ぽんと放り出されたような疑問が、官邸の総理大臣執務室に満たされていく。
「高西大臣だけが感染するなんてことが、あるのかな」
貝原の疑問は、誰にいうでもない独り言のようであったが、
「いや考えられるよ、貝原くん」
狩屋がいった。「マドンナの食欲は底なしだよ。普通の人なら食わないものまでがんがん食うんだから。ヘビにクモにサソリ、蚊の目ん玉とかさ」
うえっ、と貝原が顔をしかめる。
「何を食ったか、調べはついてるのか」
泰山がいうと、新田が長いリストを出した。「環境省の職員にヒアリングしてまとめた国際会議中の高西大臣の会食場所とメニューです」
「どれどれ」
「むちゃくちゃ食ってますね、泰さん。
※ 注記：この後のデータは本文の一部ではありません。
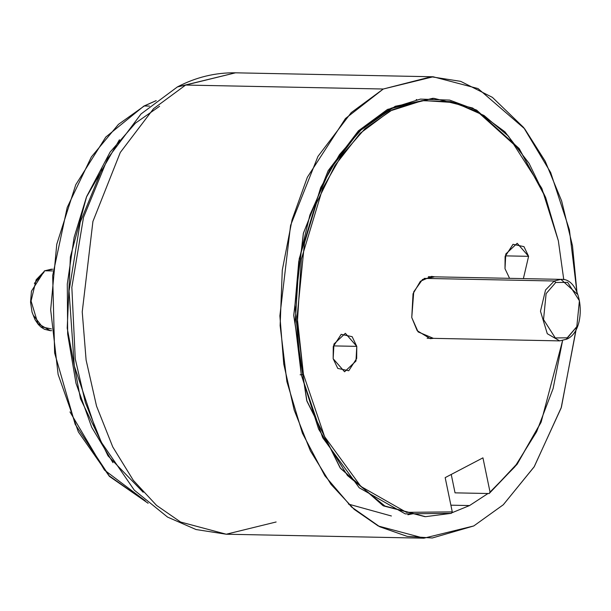 <?xml version="1.0" encoding="UTF-8"?>
<svg xmlns="http://www.w3.org/2000/svg" width="611" height="611" viewBox="0 0 611 611"><rect width="100%" height="100%" fill="white"/><g stroke="black" fill="none" stroke-linecap="round" stroke-linejoin="round"><path stroke-width="0.92" d="M303.423 374.306L297.305 323.349L301.353 259.148L322.661 188.494L341.305 155.836L364.973 128.707L392.415 109.766L421.712 100.662L450.697 101.64L477.435 111.569L519.694 149.733L545.745 197.804L558.339 240.749L541.842 188.371L508.421 136.138L484.011 115.479L454.935 102.617L422.789 100.525L390.162 110.912L360.047 133.397L334.973 165.466L316.399 203.303L304.484 242.979L297.122 316.582L303.423 374.306L301.299 374.78L303.423 374.306L324.617 436.697L360.88 486.448L406.475 512.354L452.27 511.873L406.475 512.354L360.88 486.448L324.617 436.697L303.423 374.306M545.745 197.804L519.174 148.542L476.611 110.095L449.665 100.097L420.467 99.104L390.956 108.277L363.308 127.363L339.464 154.682L320.683 187.592L299.214 258.759L295.136 323.448L301.299 374.78L322.677 437.667L359.253 487.807L405.23 513.874L451.399 513.316L452.27 511.873L445.175 477.626L482.942 457.845L490.037 492.084L514.829 466.827L536.626 431.748L553.108 388.573L562.563 340.64L541.209 421.88L517.693 463.062L489.159 493.535L455.042 492.848L451.239 474.457L455.042 492.848L489.159 493.535L517.105 464.268L540.857 422.69M504.999 268.695L509.574 278.333L504.999 268.695L505.098 256.536L513.026 244.308L523.978 246.645L528.599 256.33L505.259 255.864L528.599 256.33L523.383 278.616L528.599 256.33L517.189 243.293L505.793 254.008L504.999 268.695M411.761 317.544L417.191 330.688L430.259 338.677L433.405 338.349L418.107 331.903L411.761 317.544L413.746 291.798L422.552 279.433L434.642 276.829L431.511 276.386L420.383 281.281L413.044 293.754L411.761 317.544M356.771 346.361L345.352 333.316L333.957 344.039L333.163 358.726L344.581 371.771L355.976 361.048L356.771 346.361L333.423 345.895L356.771 346.361L356.671 358.52L348.736 370.747L337.784 368.418L333.163 358.726L333.262 346.567L341.198 334.339L352.142 336.676L356.771 346.361M540.911 422.56L517.143 464.223L489.159 493.535L490.037 492.084L482.942 457.845L445.175 477.626L452.27 511.873L451.399 513.316L425.508 516.677L384.945 506.053L347.476 475.557L318.629 429.136L301.299 374.78L300.123 374.757L301.299 374.78L294.976 304.889L298.764 261.539L309.922 214.973L330.039 169.507L359.215 131.22L395.248 106.276L433.902 98.333L472.639 108.032L504.892 131.785L529.057 163.343L545.585 197.384M348.438 504.09L391.391 515.99M407.896 514.752L412.86 513.759M563.785 279.731L558.339 240.749L563.785 279.731M416.221 99.555L416.809 99.677M576.372 327.664L561.394 407.247L534.289 466.621L503.342 504.717L473.769 525.949L423.904 538.184L378.262 526.002L354.197 509.36L331.002 484.355L310.403 450.895L294.174 410.042L283.748 364.011L279.884 315.841L290.569 225.421L317.934 156.439L351.21 112.63L383.288 89.015L185.645 85.051L177.396 86.93L235.51 72.816L185.645 85.051L383.288 89.015L433.161 76.78L478.062 88.58L524.696 128.845L545.218 161.243L561.624 200.927L572.507 245.882L577.059 293.249L569.399 229.767L550.679 172.531L523.665 127.523L492.397 97.363L460.694 81.355L431.213 76.765L383.288 89.015L345.444 118.534L307.364 177.228L292.081 219.739L282.282 270.146L280.128 325.625L286.91 381.684L302.399 433.176L324.861 475.763L351.577 507.031L379.752 526.774L407.14 536.366L432.305 537.986L473.769 525.949L503.243 504.808L534.09 466.941L561.165 407.949L576.288 328.817M424.92 516.662L383.54 505.916L340.571 468.454L306.951 401.236L293.761 315.727L303.331 233.501L328.145 170.736L358.374 130.876L387.511 109.407L358.428 130.815L328.26 170.538L303.446 233.074L293.754 315.062L306.714 400.472L340.106 467.843L382.952 505.603L425.508 516.677M451.659 512.881L469.546 505.557L450.88 505.182L469.546 505.557L451.659 512.881M432.725 98.31L387.511 109.407L433.314 98.325M487.983 493.512L469.546 505.557L487.983 493.512M185.645 85.051L153.567 108.666L120.291 152.475L92.918 221.457L82.233 311.877L86.105 360.047L96.53 406.078L112.76 446.931L133.358 480.391L156.553 505.396L180.619 522.038L226.261 534.22L180.619 522.038L156.553 505.396L133.358 480.391L112.76 446.931L96.53 406.078L86.105 360.047L82.233 311.877L92.918 221.457L120.291 152.475L153.567 108.666L185.645 85.051M276.126 521.985L226.261 534.22L196.055 529.538L167.559 517.089L134.283 490.144L101.327 442.234L85.364 402.504L75.26 358.886L71.846 287.376L83.501 217.409L107.75 158.364L141.034 113.959L177.396 86.93C195.902 77.23 215.271 72.526 235.51 72.816L433.161 76.78M144.288 105.978L156.042 100.723L144.288 105.978L149.512 106.085L144.288 105.978L118.458 124.361L91.367 156.935L67.195 207.48L52.668 275.622L54.631 352.99L75.191 424.324L109.247 475.87L147.969 503.151L109.247 475.87L75.191 424.324L54.631 352.99L52.668 275.622L67.195 207.48L91.367 156.935L118.458 124.361L144.288 105.978M145.38 500.913L104.473 470.065L69.975 411.906M112.966 462.672L91.711 427.28L75.993 383.265L67.661 334.026L67.294 283.993L74.122 237.366L86.426 197.109L119.443 139.766M102.06 169.094L80.217 222.259L69.043 291.019L74.313 365.997L96.767 432.672L74.313 365.997L69.043 291.019L80.217 222.259L102.06 169.094M159.578 106.283L135.489 123.101L110.11 152.078L86.655 196.513L70.372 256.933L67.21 328.153L80.484 398.723L108.017 455.852L143.188 492.275M51.576 330.627L50.27 330.666L37.882 323.486L31.069 301.024L36.141 279.769L44.855 270.78L36.141 279.769L31.069 301.024L37.882 323.486L50.27 330.666L44.534 329.306L41.136 327.198L38.333 324.502L35.071 319.759L32.047 312.129L30.55 302.208L31.451 291.164L44.443 270.872L51.507 269.145L44.855 270.78L52.607 270.933L44.855 270.78L52.813 269.176M576.822 326.633L566.328 339.25L567.199 337.822L555.292 337.929L543.53 319.545L546.119 293.647L555.743 282.473L554.261 280.999L545.547 289.988L540.475 311.236L547.288 333.705L559.676 340.885L547.288 333.705L540.475 311.236L545.547 289.988L554.261 280.999L424.141 278.387L554.261 280.999L560.913 279.364L577.471 294.296M566.328 339.25L559.676 340.885L566.741 339.158L567.199 337.822L576.815 326.648L579.411 300.749L567.65 282.374L555.743 282.473L546.119 293.647L543.53 319.545L555.292 337.929L567.199 337.822L576.815 326.648L579.411 300.749L567.65 282.374L555.743 282.473L554.261 280.999L560.913 279.364L428.357 276.707M51.446 328.932L42.495 327.076L33.704 315.734M34.353 283.397L43.977 272.208M541.254 421.773L540.895 422.598M423.904 538.184L226.261 534.22M156.202 100.601L143.875 106.077L105.787 137.063L75.756 184.736L56.754 244.285L50.667 309.724L58.121 374.444L78.361 431.916L109.384 476.359L148.129 503.281M559.676 340.885L427.12 338.227M51.576 330.696L50.27 330.666M566.741 339.158C587.927 330.368 582.856 277.486 560.913 279.364"/></g></svg>
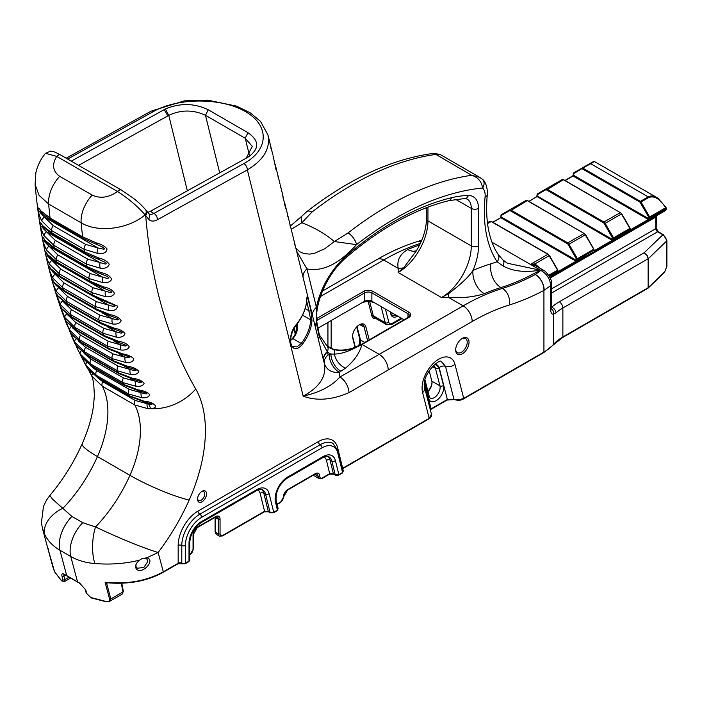 <?xml version="1.0" encoding="UTF-8"?>
<svg xmlns="http://www.w3.org/2000/svg" width="702" height="702" viewBox="0 0 702 702"><rect width="100%" height="100%" fill="white"/><g stroke="black" fill="none" stroke-linecap="round" stroke-linejoin="round"><path stroke-width="1.05" d="M369.226 339.865L365.882 326.851A9.574 5.528 120 0 0 359.327 324.772A9.574 5.528 120 0 0 352.553 336.504A9.574 5.528 120 0 0 352.773 338.338L355.08 347.315M329.247 355.036A14.049 8.108 -120 0 0 339.18 372.235L340.847 371.27A14.049 8.108 60 0 1 330.923 354.071L329.247 355.036L328.132 354.835A14.049 9.828 -13.9 0 0 324.394 363.803C326.597 376.456 319.524 387.241 303.176 396.147C316.716 401.167 331.976 400 348.947 392.655L472.192 321.507A232.046 133.968 -60 0 1 509.415 304.958A257.581 148.719 120 0 0 543.927 290.365L550.719 285.653L550.719 309.942C550.859 312.908 551.754 314.338 553.404 314.233L555.966 312.943A5.054 3.475 -132.1 0 0 551.702 307.248L551.535 307.494M455.668 349.956A9.451 5.458 120 0 0 462.346 353.808A9.451 5.458 120 0 0 469.033 342.243A9.451 5.458 120 0 0 462.346 338.382A9.451 5.458 120 0 0 455.668 349.956M206.555 493.945A6.388 3.685 120 0 0 202.044 491.339A6.388 3.685 120 0 0 197.525 499.166A6.388 3.685 120 0 0 202.044 501.772A6.388 3.685 120 0 0 206.555 493.945M78.58 165.356L168.761 115.374C180.949 109.635 193.199 109.617 205.484 115.303L245.217 138.241L252.272 146.402L246.183 158.196M431.993 382.265A9.574 5.528 -60 0 1 427.913 391.268M431.449 414.206L429.203 418.304A1.228 0.711 60 0 1 428.948 418.866C430.993 417.593 431.818 416.04 431.44 414.206L424.613 387.592A7.661 5.388 165.6 0 1 422.613 392.629L429.203 418.304L342.62 468.287M430.308 409.792L430.861 409.424A1.228 0.711 -120 0 0 431.116 408.862L430.229 409.459M430.861 409.424L447.095 400.052A1.228 0.711 -120 0 0 447.349 399.491L431.116 408.862L424.456 382.915M447.095 400.052L454.159 399.587A1.228 0.544 -69.4 0 1 453.948 399.262L447.349 399.491L439.171 367.637A5.107 3.589 165.6 0 1 445.48 366.304L441.26 361.486C440.233 358.187 421.209 374.254 424.613 387.592M454.159 399.587C458.134 400.623 461.232 400.412 463.452 398.947A1.228 0.711 -120 0 0 463.452 398.947A1.228 0.711 -120 0 0 463.706 398.385L458.985 399.859L453.948 399.262L445.48 366.304A7.661 5.388 -14.4 0 0 454.957 364.312A23.622 13.636 120 0 0 434.608 362.206A23.622 13.636 120 0 0 422.613 392.629M342.664 468.462A1.228 0.711 -120 0 0 342.69 468.252L337.653 447.85A28.089 16.216 120 0 0 318.383 441.584L198.034 511.065A28.089 16.216 120 0 0 178.168 545.472L178.168 563.241L163.303 571.823C146.586 580.993 127.176 584.468 105.089 582.239L109.67 599.359C109.714 601.035 108.477 601.728 105.976 601.438L90.725 597.49L86.706 593.488L85.732 589.882L79.458 582.967L64.935 574.587C62.39 573.13 61.407 573.657 61.987 576.166L62.961 579.782L61.443 580.589L54.563 571.753L52.729 566.488A1.281 0.904 -15 0 1 52.711 566.444A1.281 0.904 -15 0 0 52.711 566.444A1.281 0.904 -15 0 1 52.703 566.391M390.663 312.083A9.451 5.458 120 0 0 390.654 312.425A9.451 5.458 120 0 0 397.63 316.102M361.039 303.317L364.654 301.228L361.039 303.317A10.214 5.897 180 0 1 375.482 303.317L371.876 301.228A5.107 2.948 0 0 0 364.654 301.228L317.585 328.404M285.319 206.169L285.188 205.353M287.723 215.909L287.592 215.093M290.128 225.649L289.996 224.833M292.541 235.451L292.401 234.582M291.681 231.195L291.988 232.537M294.937 245.191L294.796 244.322M294.085 240.935L294.392 242.278M280.519 186.688L280.379 185.872M277.869 175.158L280.01 183.968M278.115 176.948L277.983 176.132M275.465 165.418L277.615 174.228M275.71 167.208L275.588 166.435M273.06 155.677L276.044 169.726L275.474 165.453M273.306 157.467L273.175 156.643M270.656 145.937L272.806 154.747M270.902 147.727L270.779 146.955M361.354 344.41A1.281 0.737 60 0 1 361.398 344.384A1.281 0.737 60 0 1 362.039 344.445L379.194 354.352L339.917 377.018C331.879 386.074 319.629 392.453 303.176 396.147L247.358 169.893C263.741 159.959 270.603 148.315 267.945 134.951L270.402 145.007M282.406 193.664L285.653 208.687L284.81 203.404M285.073 204.379L287.215 213.145M287.478 214.119L289.619 222.885M320.858 349.438L324.394 363.803C327.062 370.235 331.993 373.052 339.18 372.235L339.917 377.018A12.768 7.371 60 0 1 348.947 392.655M294.691 243.348L314.961 325.552M306.809 299.622A68.954 48.254 166.1 0 1 297.139 323.543C285.31 335.574 290.83 357.95 302.29 344.445A68.954 48.254 -13.9 0 0 311.96 320.524L310.819 310.056L307.757 297.657C307.23 295.647 306.914 296.297 306.809 299.622A1.018 0.711 4.1 0 1 306.818 299.78L307.028 297.2M282.415 193.708L280.273 184.898M282.924 196.428L283.257 198.947M41.883 221.06L51.65 230.572A5.107 2.948 -60 0 1 53.185 225.632L44.498 217.076A5.107 3.01 149 0 0 41.883 221.06C37.89 213.891 36.513 202.896 40.576 210.661A5.107 4.194 -42.1 0 0 41.444 212.434L40.813 211.451M41.497 212.487A5.107 4.194 -42.1 0 1 41.444 212.434C41.269 212.153 43.041 214.952 51.106 219.875M102.036 246.797L104.414 248.552L104.028 249.289L98.034 247.982L44.498 217.076L40.146 212.539L39.549 211.135L40.356 211.205M83.661 238.671A5.107 2.948 -60 0 1 83.617 238.645L51.106 219.884A5.107 2.948 -60 0 1 50.079 218.041L40.576 210.661M97.087 244.735A5.107 1.211 -70.4 0 1 97.06 244.726A5.107 1.211 -70.4 0 1 96.753 243.085L82.582 236.802L50.079 218.041A740.601 427.588 -60 0 1 48.649 204.028L81.16 222.797C98.552 233.327 128.914 228.764 145.042 214.865A181.836 25.807 35.2 0 1 145.691 215.54L148.552 219.077A15.321 8.845 120 0 0 157.476 219.708L247.358 169.893A5.107 3.01 -119 0 0 243.822 163.592L153.931 213.417L150.325 211.328L247.306 157.573A32.52 18.392 1 0 0 247.78 157.309A32.52 18.392 1 0 0 248.438 156.915C259.582 148.771 259.415 140.698 247.955 132.696L208.222 109.758C194.305 103.115 180.045 102.861 165.426 108.994A32.52 18.392 1 0 0 164.242 109.617L71.279 161.144M42.506 225.553A5.107 4.177 138.8 0 0 43.313 227.176L53.01 234.758A5.107 2.948 120 0 1 51.992 233.02L42.506 225.553C38.417 217.69 40.067 228.475 44.077 235.767L53.878 245.323L86.381 264.084L100.246 268.199C105.186 268.743 108.187 267.436 109.222 264.268C107.23 261.197 103.712 259.108 98.684 257.985L84.494 251.79L51.992 233.02A740.601 427.588 -60 0 1 51.65 230.572L84.152 249.342A5.107 2.948 120 0 1 85.697 244.401L98.034 247.982A5.107 2.396 93.6 0 0 98.052 253.492C103.598 254.098 106.581 252.562 107.002 248.885C104.659 246.121 101.246 244.182 96.753 243.085M53.01 234.758L85.512 253.527A5.107 2.948 120 0 1 84.494 251.79A740.601 427.588 120 0 1 84.152 249.342L98.052 253.492M98.684 257.985A5.107 1.228 109 0 0 99.026 259.547L105.677 262.566L106.564 263.724L105.291 264.04L87.82 259.161A5.107 2.948 -60 0 0 86.381 264.084A740.601 427.588 120 0 0 86.785 266.488L54.273 247.718L44.814 240.172C40.698 232.213 42.62 242.778 46.63 250.184L56.476 259.775L88.978 278.545L102.808 282.616C107.204 283.09 110.153 281.993 111.662 279.326C110.17 276 106.607 273.754 100.983 272.604L86.785 266.488A5.107 2.948 120 0 0 87.785 268.129L87.785 268.129A5.107 2.948 120 0 0 87.82 268.146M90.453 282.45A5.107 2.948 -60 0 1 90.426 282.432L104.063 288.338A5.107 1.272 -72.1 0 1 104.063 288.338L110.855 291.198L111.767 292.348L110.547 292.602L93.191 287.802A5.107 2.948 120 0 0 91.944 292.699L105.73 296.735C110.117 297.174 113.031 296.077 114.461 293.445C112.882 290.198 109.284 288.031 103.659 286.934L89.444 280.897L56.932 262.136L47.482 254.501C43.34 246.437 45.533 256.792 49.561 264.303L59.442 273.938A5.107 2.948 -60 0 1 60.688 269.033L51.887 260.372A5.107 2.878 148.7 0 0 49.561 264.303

人間でしょうか」と狩屋。
「たぶん違うだろうな」
「ほかに、似たようなウイルス感染例は報告されていないんですか、先生」
泰山がきいた。
「いまのところは」
根尻は首を横に振った。「ただ、発表されていないだけかも知れません。ロシアに限らず、国によっては戦略上、感染を秘密にしていることだってあるでしょうから」
「だが、マドンナはどこかで感染した……。どこだ?」
つぶやくように問うた泰山に、答えられるものは誰ひとりいなかった。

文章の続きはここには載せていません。